Look through the data below and return each line where "math" appears.

Stored entries
━━━

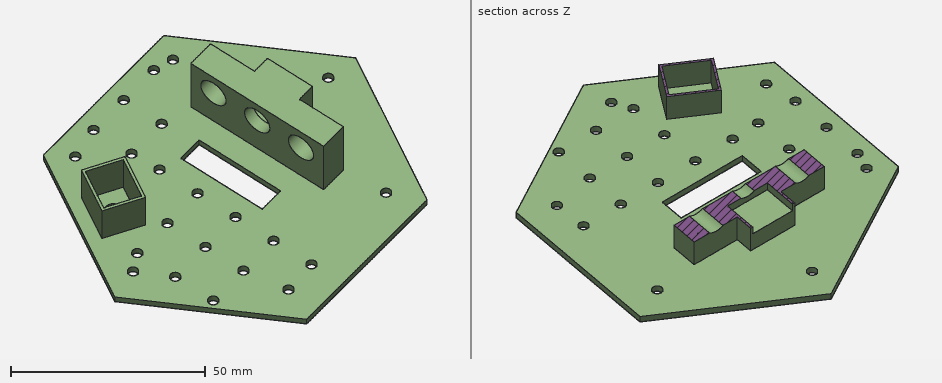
import cadquery as cq
import math

plate_corner_span = 99.6
plate_thickness = 2.0
plate_edge = plate_corner_span / 2
plate_half_width = plate_edge * math.cos(math.radians(30))

mid_x = -1.5

total_height = 20.0
bar_length = 43.5
bar_front_y = 11.0
bar_depth = 8.2
boss_length = 14.7
boss_depth = 5.4
block_hole_diameter = 8.3
block_hole_spacing = 14.3
block_hole_z = 13.5
socket_wall = 0.8
socket_height = 11.8
socket_front_wall = 3.5

window_length = 26.7
window_width = 7.6

box_length = 14.3
box_width = 12.1
box_wall = 0.8
box_top_z = 13.45
box_x = -17.6
box_y = -28.1
box_angle = -30
box_hole_diameter = 5.0

small_hole_diameter = 2.9
ring_radius = 40.35
ring_angles = range(30, 360, 60)
grid_pitch = 12.5
grid_x = -4.4
grid_y = -10.1
side_x = -38.2
side_y = 2.0


def hexagon_plate():
    corners = [
        (0, plate_edge),
        (plate_half_width, plate_edge / 2),
        (plate_half_width, -plate_edge / 2),
        (0, -plate_edge),
        (-plate_half_width, -plate_edge / 2),
        (-plate_half_width, plate_edge / 2),
    ]
    return cq.Workplane("XY").polyline(corners).close().extrude(plate_thickness)


def floor_box(length, depth, front_y, top_z):
    """Box centred on mid_x, standing on the plate's underside."""
    box = cq.Workplane("XY").box(length, depth, top_z, centered=(True, False, False))
    return box.translate((mid_x, front_y, 0))


def upright_block():
    bar = floor_box(bar_length, bar_depth, bar_front_y, total_height)
    boss = floor_box(boss_length, bar_depth + boss_depth, bar_front_y, total_height)
    hole_points = [(mid_x + i * block_hole_spacing, block_hole_z) for i in (-1, 0, 1)]
    holes = (
        cq.Workplane("XZ", origin=(0, bar_front_y, 0))
        .pushPoints(hole_points)
        .circle(block_hole_diameter / 2)
        .extrude(-(bar_depth + boss_depth))
    )
    socket_depth = bar_depth + boss_depth - socket_front_wall
    socket = (
        cq.Workplane("XZ", origin=(mid_x, bar_front_y + socket_front_wall, block_hole_z))
        .rect(boss_length - 2 * socket_wall, socket_height)
        .extrude(-socket_depth)
    )
    return bar.union(boss).cut(holes).cut(socket)


def tilted_box():
    frame = (
        cq.Workplane("XY")
        .rect(box_length, box_width)
        .rect(box_length - 2 * box_wall, box_width - 2 * box_wall)
        .extrude(box_top_z)
    )
    return frame.rotate((0, 0, 0), (0, 0, 1), box_angle).translate((box_x, box_y, 0))


def small_hole_points():
    points = []
    for angle in ring_angles:
        turn = math.radians(angle)
        points.append((mid_x + ring_radius * math.cos(turn), ring_radius * math.sin(turn)))
    for row, columns in enumerate([range(-1, 4), range(3), range(3)]):
        for column in columns:
            points.append((grid_x + column * grid_pitch, grid_y - row * grid_pitch))
    for column, row in [(0, 1), (0, 0), (1, 0), (0, -1), (1, -1)]:
        points.append((side_x + column * grid_pitch, side_y + row * grid_pitch))
    return points


def plate_holes(points, diameter):
    return cq.Workplane("XY").pushPoints(points).circle(diameter / 2).extrude(plate_thickness)


window = floor_box(window_length, window_width, -window_width / 2, plate_thickness)

result = (
    hexagon_plate()
    .cut(window)
    .cut(plate_holes(small_hole_points(), small_hole_diameter))
    .cut(plate_holes([(box_x, box_y)], box_hole_diameter))
    .union(upright_block())
    .union(tilted_box())
)
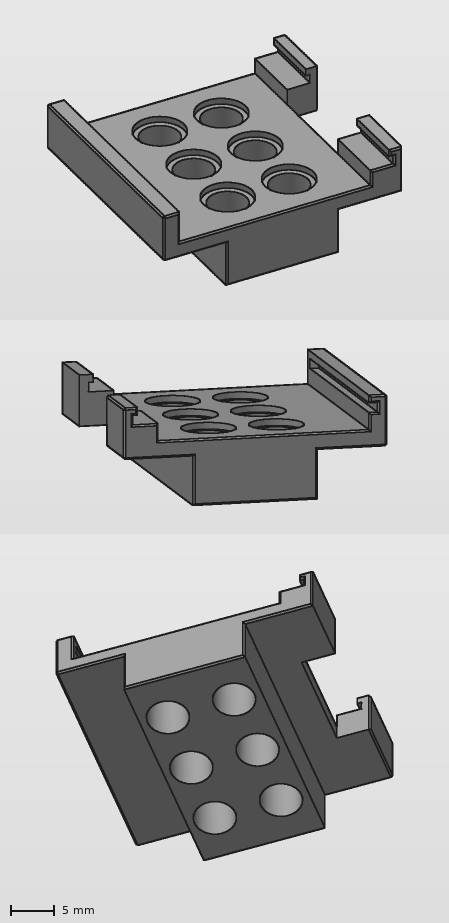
import cadquery as cq
import math

width = 27.6
length = 31.0
height = 11.75
edge_chamfer = 0.22

lip_depth = 0.9
ledge_depth = 2.0
floor_depth = 4.0
underside_depth = 5.98

rib_thickness = 1.1
front_rail_reach = 2.1
back_lip_reach = 1.6
back_step_reach = 4.05
foot_length = 14.63

gap_width = 12.0

groove_end_wall = 1.1
groove_end_slant = 15.0

hole_columns = 3
hole_rows = 2
hole_pitch = 8.0
hole_diameter = 4.9
counterbore_diameter = 6.3
counterbore_depth = 0.78

front = -length / 2
back = length / 2
end_x = width / 2
lip_z = height - lip_depth
ledge_z = height - ledge_depth
floor_z = height - floor_depth
underside_z = height - underside_depth


def make_body():
    """Extrude the cross-section of floor, rails and foot along X."""
    section = [
        (-foot_length / 2, 0),
        (foot_length / 2, 0),
        (foot_length / 2, underside_z),
        (back, underside_z),
        (back, height),
        (back - back_lip_reach, height),
        (back - back_lip_reach, lip_z),
        (back - rib_thickness, lip_z),
        (back - rib_thickness, ledge_z),
        (back - back_step_reach, ledge_z),
        (back - back_step_reach, floor_z),
        (front + front_rail_reach, floor_z),
        (front + front_rail_reach, height),
        (front, height),
        (front, underside_z),
        (-foot_length / 2, underside_z),
    ]
    return cq.Workplane("YZ").polyline(section).close().extrude(width / 2, both=True)


def cut_gap(body):
    """Open the middle of the back rail right through the floor."""
    gap = cq.Workplane("XY").box(gap_width, back_step_reach, height, centered=(True, False, False))
    return body.cut(gap.translate((0, back - back_step_reach, 0)))


def cut_front_groove(body):
    """Cut the groove under the front lip, open at -X and closed by a slanted wall at +X."""
    groove_back_y = front + rib_thickness
    groove_mouth_y = front + front_rail_reach
    closed_x = end_x - groove_end_wall
    slant_run = (groove_mouth_y - groove_back_y) * math.tan(math.radians(groove_end_slant))
    groove = (
        cq.Workplane("XY", origin=(0, 0, ledge_z))
        .moveTo(-end_x, groove_back_y)
        .lineTo(closed_x - slant_run, groove_back_y)
        .lineTo(closed_x, groove_mouth_y)
        .lineTo(-end_x, groove_mouth_y)
        .close()
        .extrude(lip_z - ledge_z)
    )
    return body.cut(groove)


def chamfer_outline(body):
    """Bevel both X ends, the front face and the back face of the -X tab."""
    outer_faces = body.faces("<X or >X or <Y")
    tab_back = body.faces(">Y").faces("<X")
    return outer_faces.add(tab_back).edges().chamfer(edge_chamfer)


def drill_holes(body):
    """Cut the grid of counterbored holes from the floor down through the foot."""
    return (
        body.copyWorkplane(cq.Workplane("XY", origin=(0, 0, floor_z)))
        .rarray(hole_pitch, hole_pitch, hole_columns, hole_rows)
        .cboreHole(hole_diameter, counterbore_diameter, counterbore_depth, floor_z)
    )


body = make_body()
body = cut_gap(body)
body = cut_front_groove(body)
body = chamfer_outline(body)
result = drill_holes(body)

━━━

Task result:
import math
plate_half_width = plate_edge * math.cos(math.radians(30))
        turn = math.radians(angle)
        points.append((mid_x + ring_radius * math.cos(turn), ring_radius * math.sin(turn)))
import math
    slant_run = (groove_mouth_y - groove_back_y) * math.tan(math.radians(groove_end_slant))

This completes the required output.